Terracotta pyxis (box)
An item at Metropolitan Museum of Art
Women and Erotes The representation here probably has some relation to rituals for the goddess Aphrodite that took place in an outdoor, garden-like setting. Particularly conspicuous is the woman seated on a rock-like formation and isolated between two vertical foliate bands. The other figures include Erotes, a winged woman resembling Nike, and women with household furnishings such as a casket and kalathos (wool basket).
Greek and Roman Art
An exhibit at Metropolitan Museum of Art
The Museum's collection of Greek and Roman art comprises more than thirty thousand works ranging in date from the Neolithic period (ca. 4500 B.C.) to the time of the Roman emperor Constantine's conversion to Christianity in A.D. 312. It includes the art of many cultures and is among the most comprehensive in North America.
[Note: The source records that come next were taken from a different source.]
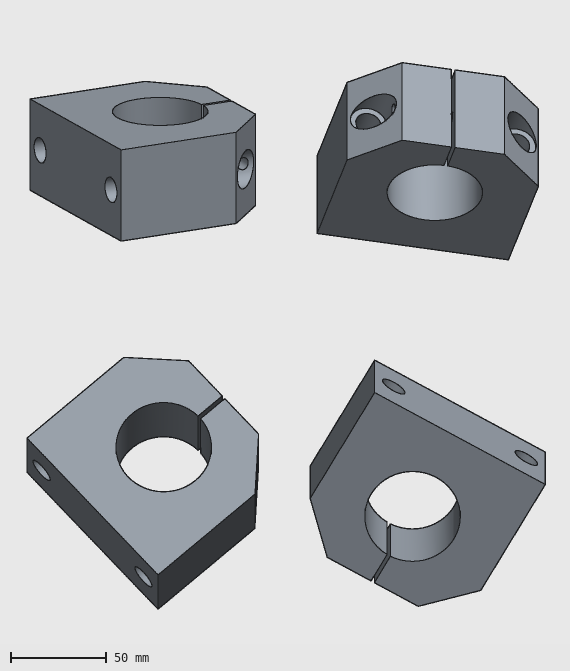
import cadquery as cq

width = 103.0
length = 92.0
height = 50.0
corner_chamfer = 24.0

bore_diameter = 50.0
bore_center_y = 50.0
slit_width = 2.0

mount_spacing = 80.0
mount_diameter = 13.5
counterbore_diameter = 20.0
counterbore_floor_y = length - corner_chamfer

screw_diameter = 6.6
screw_center_y = 83.0


def make_block():
    block = cq.Workplane("XY").box(width, length, height, centered=(True, False, True))
    return block.edges("|Z and >Y").chamfer(corner_chamfer)


def make_bore_and_slit():
    bore = (
        cq.Workplane("XY")
        .center(0, bore_center_y)
        .circle(bore_diameter / 2)
        .extrude(height / 2, both=True)
    )
    slit_length = length - bore_center_y
    slit = (
        cq.Workplane("XY")
        .center(0, bore_center_y + slit_length / 2)
        .rect(slit_width, slit_length)
        .extrude(height / 2, both=True)
    )
    return bore.union(slit)


def make_cylinder_along_y(diameter, center_x, start_y):
    """Cylinder from start_y to the rear face."""
    start = cq.Vector(center_x, start_y, 0)
    return cq.Solid.makeCylinder(diameter / 2, length - start_y, start, cq.Vector(0, 1, 0))


def make_screw_hole():
    return (
        cq.Workplane("YZ")
        .center(screw_center_y, 0)
        .circle(screw_diameter / 2)
        .extrude(width / 2, both=True)
    )


result = make_block().cut(make_bore_and_slit())
for side in (-1, 1):
    mount_x = side * mount_spacing / 2
    result = result.cut(make_cylinder_along_y(mount_diameter, mount_x, 0))
    result = result.cut(make_cylinder_along_y(counterbore_diameter, mount_x, counterbore_floor_y))
result = result.cut(make_screw_hole())

The geographic regions represented are Greece and Italy, but not as delimited by modern political frontiers: Greek colonies were established around the Mediterranean basin and on the shores of the Black Sea, and Cyprus became increasingly Hellenized. For Roman art, the geographical limits coincide with the expansion of the Roman Empire. The department also exhibits the art of prehistoric Greece (Helladic, Cycladic, and Minoan) and pre-Roman art of Italic peoples, notably the Etruscans.